Cleveland cannot afford to let up after winning Game 5. If the Cavs let up, they’ll disappoint their fans at The Q and run the risk of getting blown out in Game 7. 

*CLEVELAND!!!*

Go where nobody thought you could. Do what nobody believed you would.

*CLEVELAND!!!*


----------



## Benedict_Boozer

Shock the world mother ****er :biggrin: 

We HAVE to close it out here. Hard to fathom beating the Pistons 4 straight times (has that even happened all year??) but it HAS to happen. I don't like our chances in a game 7 @ Detroit. 

Q will be insane, damn I wish I had tickets.


----------



## futuristxen

Put the foot to the throat. Destiny is within reach.


----------



## IbizaXL

Cavs have momentum on their side, are confident, and playing at home. They also recognize that they have to put this Pistons team away for good and this is the best chance to do it. They have to capitalize.


----------



## Morongk22

Benedict_Boozer said:


> Shock the world mother ****er :biggrin:
> Hard to fathom beating the Pistons 4 straight times (has that even happened all year??) but it HAS to happen. I don't like our chances in a game 7 @ Detroit.


Im pretty sure detroit wasnt beat 3 times in a row before tonight, so anythings possible, I know im gonna be going nuts if it happens


----------



## Morongk22

The biggest thing that worries me about fridays game is that detroit has been playing down to our level since the 4th quarter of game 2. If they find their niche, we could be in lots of trouble. Hamilton and Billups seem to be running around out there lost until the 4th quarter comes around. We need to do a much better job of jumping on detriot if they come out flat again in game 6.


----------



## cima

no one is still giving us any credit. detroit is supposedly playing down to the cavs' level...what the heck does that mean? the cavs defense the past three games has been an astonishing improvement. the cavs have just taken their game to a whole new level.

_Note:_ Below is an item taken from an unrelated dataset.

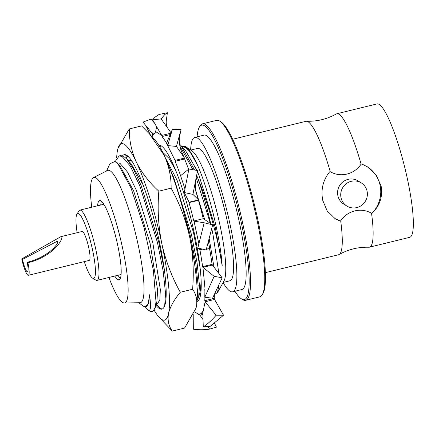 <?xml version="1.0" encoding="UTF-8"?>
<svg xmlns="http://www.w3.org/2000/svg" width="435" height="435" viewBox="0 0 435 435"><rect width="100%" height="100%" fill="white"/><g stroke="black" fill="none" stroke-linecap="round" stroke-linejoin="round"><path stroke-width="0.65" d="M369.467 247.178L409.661 237.341A68.676 11.865 -103.8 0 0 407.53 179.497A68.676 11.865 -103.8 0 0 377.004 103.921L336.81 113.763A68.676 11.865 76.2 0 1 361.104 164.142L361.735 163.984L367.352 166.774L376.199 175.006L381.109 185.968C382.887 196.544 379.913 205.592 372.181 213.112L371.544 213.264A68.676 11.865 76.2 0 1 369.467 247.178A68.676 11.865 76.2 0 1 368.891 247.238C358.315 246.95 348.397 249.375 339.148 254.518A68.676 11.865 -103.8 0 0 340.681 220.817C347.592 210.502 361.219 207.207 371.544 213.264M340.681 220.817L340.05 220.975L335.015 218.549L327.191 210.959L322.705 200.263C320.731 189.557 323.036 180.09 329.61 171.852L330.241 171.694A68.676 11.865 -103.8 0 0 306.528 121.256C317.11 121.544 327.022 119.119 336.277 113.975A68.676 11.865 76.2 0 1 336.81 113.763M372.181 213.112A30.521 29.602 122 0 0 380.098 185.332A30.521 29.602 122 0 0 367.167 166.659M361.267 182.89L358.114 180.922A13.626 13.213 122 0 0 343.313 181.58A13.626 13.213 122 0 0 337.859 195.674A13.626 13.213 122 0 0 343.677 204.037L346.831 206.011A13.626 13.213 -58 0 1 341.013 197.642A13.626 13.213 -58 0 1 346.467 183.548A13.626 13.213 -58 0 1 361.267 182.89A13.626 13.213 -58 0 1 367.086 191.259A13.626 13.213 -58 0 1 361.626 205.353A13.626 13.213 -58 0 1 346.831 206.011M306.528 121.256A68.676 11.865 -103.8 0 0 305.952 121.316L232.692 139.249M361.104 164.142C354.193 174.457 340.567 177.752 330.241 171.694M265.35 272.663L338.609 254.731A68.676 11.865 -103.8 0 0 339.148 254.518M340.05 220.975A30.521 29.602 -58 0 1 334.858 218.452M245.628 300.313L259.88 296.822A90.844 15.693 -103.8 0 0 262.223 294.799A90.844 15.693 -103.8 0 0 253.529 204.852A90.844 15.693 -103.8 0 0 219.691 121.06A90.844 15.693 -103.8 0 0 219.68 121.05A90.844 15.693 -103.8 0 0 216.684 120.348L202.433 123.834A90.844 15.693 76.2 0 1 205.423 124.54A90.844 15.693 76.2 0 1 241.11 216.086A90.844 15.693 76.2 0 1 245.628 300.313A90.844 15.693 76.2 0 1 242.638 299.606A90.844 15.693 76.2 0 1 242.621 299.595A90.844 15.693 76.2 0 1 242.605 299.59M234.895 291.249A89.751 15.508 -103.8 0 0 241.354 298.801A89.751 15.508 -103.8 0 0 241.371 298.812A89.751 15.508 -103.8 0 0 241.539 223.916A89.751 15.508 -103.8 0 0 204.602 125.845A89.751 15.508 -103.8 0 0 199.339 127.145A89.751 15.508 -103.8 0 0 197.093 136.835M199.339 127.145L200.095 125.856A90.844 15.693 76.2 0 1 202.433 123.834M27.16 262.289C34.202 260.581 40.727 257.743 46.735 253.768C52.238 250.342 58.779 243.214 57.686 241.371L57.067 241.343L22.5 259.38A11.266 1.947 -103.8 0 0 27.139 271.685A11.266 1.947 -103.8 0 0 27.508 271.772A11.266 1.947 -103.8 0 0 27.16 262.289L27.911 262.756C36.306 260.717 43.919 257.112 50.748 251.936C57.154 247.363 63.341 238.456 61.596 236.727L60.84 236.678L21.75 258.907A14.899 2.572 -103.8 0 0 27.883 275.186A14.899 2.572 -103.8 0 0 28.373 275.301A14.899 2.572 -103.8 0 0 27.911 262.756M28.373 275.301L89.24 260.402A14.899 2.572 -103.8 0 0 88.501 246.591A14.899 2.572 -103.8 0 0 82.65 231.578A14.899 2.572 -103.8 0 0 82.161 231.463L60.84 236.678M84.221 261.631A33.424 5.775 -103.8 0 0 92.546 278.139A33.424 5.775 -103.8 0 0 92.59 278.166A33.424 5.775 -103.8 0 0 92.59 250.147A33.424 5.775 -103.8 0 0 78.855 213.726A33.424 5.775 -103.8 0 0 76.924 214.161A33.424 5.775 -103.8 0 0 77.136 232.692M95.841 280.113A36.165 6.248 -103.8 0 0 95.89 280.14A36.165 6.248 -103.8 0 0 97.032 280.39A36.165 6.248 -103.8 0 0 95.232 246.862A36.165 6.248 -103.8 0 0 81.024 210.415A36.165 6.248 -103.8 0 0 79.833 210.132A36.165 6.248 -103.8 0 0 78.936 210.888L76.924 214.161M114.758 276.051A40.765 7.042 -103.8 0 0 117.662 279.428A40.765 7.042 -103.8 0 0 119.005 279.743A40.765 7.042 -103.8 0 0 116.977 241.952A40.765 7.042 -103.8 0 0 100.969 200.872A40.765 7.042 -103.8 0 0 99.626 200.557A40.765 7.042 -103.8 0 0 97.56 205.798M108.929 277.481A64.608 11.163 -103.8 0 0 122.55 302.407A64.608 11.163 -103.8 0 0 124.231 302.961A64.608 11.163 -103.8 0 0 121.746 244.258A64.608 11.163 -103.8 0 0 96.081 177.899A64.608 11.163 -103.8 0 0 93.536 177.556A64.608 11.163 -103.8 0 0 91.736 207.223M124.231 302.961L139.896 302.755A68.132 11.772 -103.8 0 0 137.275 240.843A68.132 11.772 -103.8 0 0 110.213 170.868A68.132 11.772 -103.8 0 0 107.527 170.504L93.536 177.556M223.171 282.429L229.903 280.782A68.132 11.772 -103.8 0 0 226.51 217.609A68.132 11.772 -103.8 0 0 199.747 148.949A68.132 11.772 -103.8 0 0 197.506 148.422L190.769 150.07M223.09 282.565A79.485 13.73 -103.8 0 0 229.984 291.194A79.485 13.73 -103.8 0 0 232.6 291.809A79.485 13.73 -103.8 0 0 228.647 218.114A79.485 13.73 -103.8 0 0 197.425 138.009A79.485 13.73 -103.8 0 0 194.804 137.395A79.485 13.73 -103.8 0 0 190.639 149.983M232.6 291.809L241.887 289.536A79.485 13.73 -103.8 0 0 237.929 215.842A79.485 13.73 -103.8 0 0 206.707 135.736A79.485 13.73 -103.8 0 0 204.091 135.122L194.804 137.395M106.58 170.977L109.865 163.81L114.954 161.456L118.054 164.022L130.957 187.866L144.121 227.733L153.381 270.265L155.991 301.743L155.213 307.828L152.832 311.335L152.005 311.536A79.485 13.73 -103.8 0 0 155.991 301.743M147.334 309.171L148.547 310.269C150.766 311.21 151.092 306.044 149.526 294.772L148.346 303.266L145.671 306.724L143.256 306.158L138.841 302.765M148.547 310.269L148.726 310.459A79.485 13.73 -103.8 0 0 149.39 310.922A79.485 13.73 -103.8 0 0 152.005 311.536M196.723 175.403L197.735 178.029C209.273 205.967 219.218 243.85 222.182 265.752C220.469 238.168 208.702 190.177 197.485 165.066C192.835 154.925 188.79 148.737 185.348 146.503L181.564 146.225M179.595 144.208L181.052 145.66L194.532 169.976M179.965 146.247L192.955 169.693M196.212 177.817L210.339 223.302M211.725 228.984L213.009 234.595A79.485 13.73 -103.8 0 0 211.791 228.701M210.649 223.503A79.485 13.73 -103.8 0 0 197.735 178.029M169.862 168.606L173.717 177.513L191.4 234.345L197.06 262.707L199.458 285.164L198.67 297.192L197.137 300.237M179.987 198.686L190.079 234.666L195.739 263.028L198.137 285.49L197.234 297.931M162.163 309.035L160.053 308.312L156.149 304.272M115.177 161.581L119.146 155.909L120.462 155.589L123.377 156.132L126.732 158.954L133.665 169.362L141.125 185.489L158.808 242.322L164.31 269.727M119.146 155.909L122.061 156.453L130.266 166.045L139.809 185.81L157.492 242.643L163.147 271.01L165.545 293.467L164.669 305.816M126.194 158.383L127.074 156.1M160.085 147.373L161.32 145.921A80.393 13.887 -103.8 0 0 158.824 145.268M118.054 164.022L120.375 166.583L133.67 190.96L150.08 243.35L157.617 290.188L156.921 301.341L155.213 307.828M126.732 158.954L131.239 163.924L143.055 184.777M165.316 157.731L177.121 180.324L193.537 232.709L200.029 267.378M201.122 281.461L200.372 290.705L198.67 297.192M181.052 145.66L185.555 150.624L196.914 170.428M197.446 171.651L198.849 175.006L215.265 227.391L222.182 265.752M116.868 162.831L119.913 163.25L127.531 172.081L136.383 190.296L152.799 242.681L160.33 289.525L159.852 299.72L157.492 303.831L156.181 304.152M127.819 160.156L130.777 160.586L132.213 161.575M162.733 152.315L168.97 158.351L175.555 169.965M195.288 189.056L204.662 219.593M209.17 238.494L213.96 267.063M182.134 146.856L185.098 147.291L190.791 153.163L197.485 165.066M214.471 294.31L217.391 292.788L219.033 285.077M218.897 273.523L213.009 234.595M217.391 292.788L223.933 281.059A68.132 11.772 -103.8 0 0 217.348 213.71A68.132 11.772 -103.8 0 0 192.08 150.934L185.348 146.503M219.691 121.06L220.958 121.854A89.751 15.508 76.2 0 1 220.958 121.854A89.751 15.508 76.2 0 1 254.388 204.64A89.751 15.508 76.2 0 1 262.979 293.511L262.223 294.799M101.48 201.258A40.765 7.042 -103.8 0 0 100.746 205.016M117.945 275.273A40.765 7.042 -103.8 0 0 120.332 278.269M22.5 259.38L21.75 258.907M149.526 294.772L148.824 303.124L146.628 306.49L145.671 306.724M155.909 305.174A79.485 13.73 -103.8 0 0 161.929 309.106A79.485 13.73 -103.8 0 0 164.898 305.131A79.485 13.73 -103.8 0 0 149.118 202.492A79.485 13.73 -103.8 0 0 126.764 155.317A79.485 13.73 -103.8 0 0 124.698 154.621A79.485 13.73 -103.8 0 0 124.133 154.691A79.485 13.73 -103.8 0 0 122.567 155.763M128.869 157.214L124.698 154.621M154.18 310.302A90.844 15.693 -103.8 0 0 158.976 317.099L172.276 331.078L184.565 328.066L196.027 308.1L196.343 306.762C197.512 300.237 196.261 294.403 192.602 289.259C194.064 271.543 193.069 254.062 189.622 236.819C185.75 219.642 179.579 203.428 171.118 188.181C171.27 176.8 168.938 165.789 164.115 155.148L149.515 133.958L154.893 139.891A90.844 15.693 76.2 0 1 164.115 155.148A90.844 15.693 76.2 0 1 189.622 236.819A90.844 15.693 76.2 0 1 196.343 306.762A90.844 15.693 76.2 0 1 196.049 308.029A90.844 15.693 76.2 0 1 195.957 308.366M158.976 317.099A90.844 15.693 -103.8 0 0 168.53 313.57A90.844 15.693 -103.8 0 0 161.809 243.627A90.844 15.693 -103.8 0 0 136.307 161.956A90.844 15.693 -103.8 0 0 117.82 148.966A90.844 15.693 -103.8 0 0 117.526 150.227A90.844 15.693 -103.8 0 0 116.678 157.932M172.276 331.078C168.633 326.005 167.383 320.171 168.53 313.57C170.085 306.952 174.016 299.851 180.313 292.266L192.602 289.259M180.313 292.266C171.836 276.981 165.664 260.772 161.809 243.627C158.356 226.347 157.361 208.865 158.829 191.188L171.118 188.181M149.515 133.958L141.592 125.916L129.309 128.923L117.95 148.487M158.829 191.188C149.036 182.243 141.527 172.499 136.307 161.956C131.484 151.293 129.146 140.282 129.309 128.923M161.102 118.88L164.62 114.709L167.399 112.719L159.069 114.476L155.203 117.015L152.598 119.815L161.102 118.88L170.95 132.74M197.055 301.439A80.393 13.887 -103.8 0 0 192.808 226.521A80.393 13.887 -103.8 0 0 161.325 145.921M199.48 294.114A80.393 13.887 -103.8 0 0 200.426 295.37M188.567 169.253A93.275 16.117 -103.8 0 0 184.609 158.971L182.792 154.42C180.123 148.966 178.981 143.294 179.372 137.422L181.063 129.532L172.38 129.347L167.703 145.594L176.452 146.432L180.53 131.365M198.469 200.334L189.013 202.645A93.275 16.117 76.2 0 1 193.792 220.996L203.248 218.68A93.275 16.117 -103.8 0 0 198.469 200.334L195.832 191.166L195.266 182.162L197.631 170.569L188.888 168.992L184.261 192.526L192.944 194.412L195.266 182.162M206.157 249.967L212.671 224.83L204.178 222.785L197.838 248.032L206.157 249.967L209.567 247.406L208.321 241.539M197.838 248.032L199.866 249.565A93.275 16.117 76.2 0 1 202.612 266.644L202.949 267.346L212.405 265.029L212.068 264.328A93.275 16.117 -103.8 0 0 209.376 247.548M204.918 297.263A93.275 16.117 76.2 0 1 204.782 300.699L205.119 301.765L214.575 299.449L214.237 298.383A93.275 16.117 -103.8 0 0 214.384 294.484M150.358 134.893L145.926 125.693L142.99 122.094L151.01 119.141L154.517 123.089M170.177 134.562L161.994 136.568L161.755 135.426L155.627 131.598L155.866 132.74A93.275 16.117 76.2 0 0 155.616 132.789A93.275 16.117 76.2 0 0 153.076 135.111L152.745 134.045L154.066 133.719M168.698 129.576C166.692 126.813 165.898 123.752 166.322 120.392L167.399 112.719M152.598 119.815L161.755 135.426L170.743 133.224M161.994 136.568A93.275 16.117 76.2 0 1 166.806 143.686L166.719 142.772L167.812 145.083M176.452 146.432L184.516 158.057L175.06 160.374L175.153 161.287A93.275 16.117 76.2 0 1 180.688 175.99L184.935 188.866M184.609 158.971L175.153 161.287M192.944 194.412L198.561 199.893L189.105 202.21L189.013 202.645M193.792 220.996L203.248 218.68M203.498 218.832L212.671 224.83M200.111 249.717L202.471 249.141M202.612 266.644L212.068 264.328M212.557 298.209L222.154 277.78L214.145 276.312L204.787 297.246L212.557 298.209M212.405 265.029L222.154 277.78M204.934 294.343A93.275 16.117 76.2 0 0 204.809 289.471L205.064 290.009M204.782 300.699L214.237 298.383M210.426 326.212L223.53 315.228L216.124 315.228C212.182 319.883 207.892 323.798 203.259 326.973L210.426 326.212M214.575 299.449L223.53 315.228M202.895 314.467L199.964 315.185L199.719 314.043A93.275 16.117 76.2 0 0 199.969 313.994A93.275 16.117 76.2 0 0 202.509 311.672L202.846 312.738L205.119 301.765L216.124 315.228M214.537 323.281L216.434 327.147L209.583 329.11C204.548 329.937 199.241 329.98 193.651 329.251L193.809 314.043M203.047 319.643L199.964 315.185L194.739 311.922M214.145 276.312L202.949 267.346L204.95 288.149L204.787 297.246M204.178 222.785L194.043 221.149L198.893 243.975M152.158 136.873L152.745 134.045L145.926 125.693M155.627 131.598L156.616 126.667M167.703 145.594L175.06 160.374M166.719 142.772L172.38 129.347M184.261 192.526L189.105 202.21M180.781 175.55L188.888 168.992M203.259 326.973L202.846 312.738M207.789 326.516L209.583 329.11M241.354 298.801L242.621 299.595M103.873 204.249L79.833 210.132M199.638 293.516L200.763 293.239M199.605 293.636L200.551 294.68M121.071 274.507L97.032 280.39M92.59 278.166L95.89 280.14M147.601 309.481L145.154 306.789M199.969 313.994L202.862 313.287M186.745 180.378L186.653 180.819"/></g></svg>

cavs close it out at home on friday. i am pumped.


----------



## Morongk22

CiMa said:


> no one is still giving us any credit. detroit is supposedly playing down to the cavs' level...what the heck does that mean? the cavs defense the past three games has been an astonishing improvement. the cavs have just taken their game to a whole new level.
> 
> cavs close it out at home on friday. i am pumped.


dont come out here and question my 'respect' for cleveland, i have seen you type that you a lebron fan first then a cavs fan second. I'm the other way around, i was a fan of cleveland before lebron and will still be after lebron.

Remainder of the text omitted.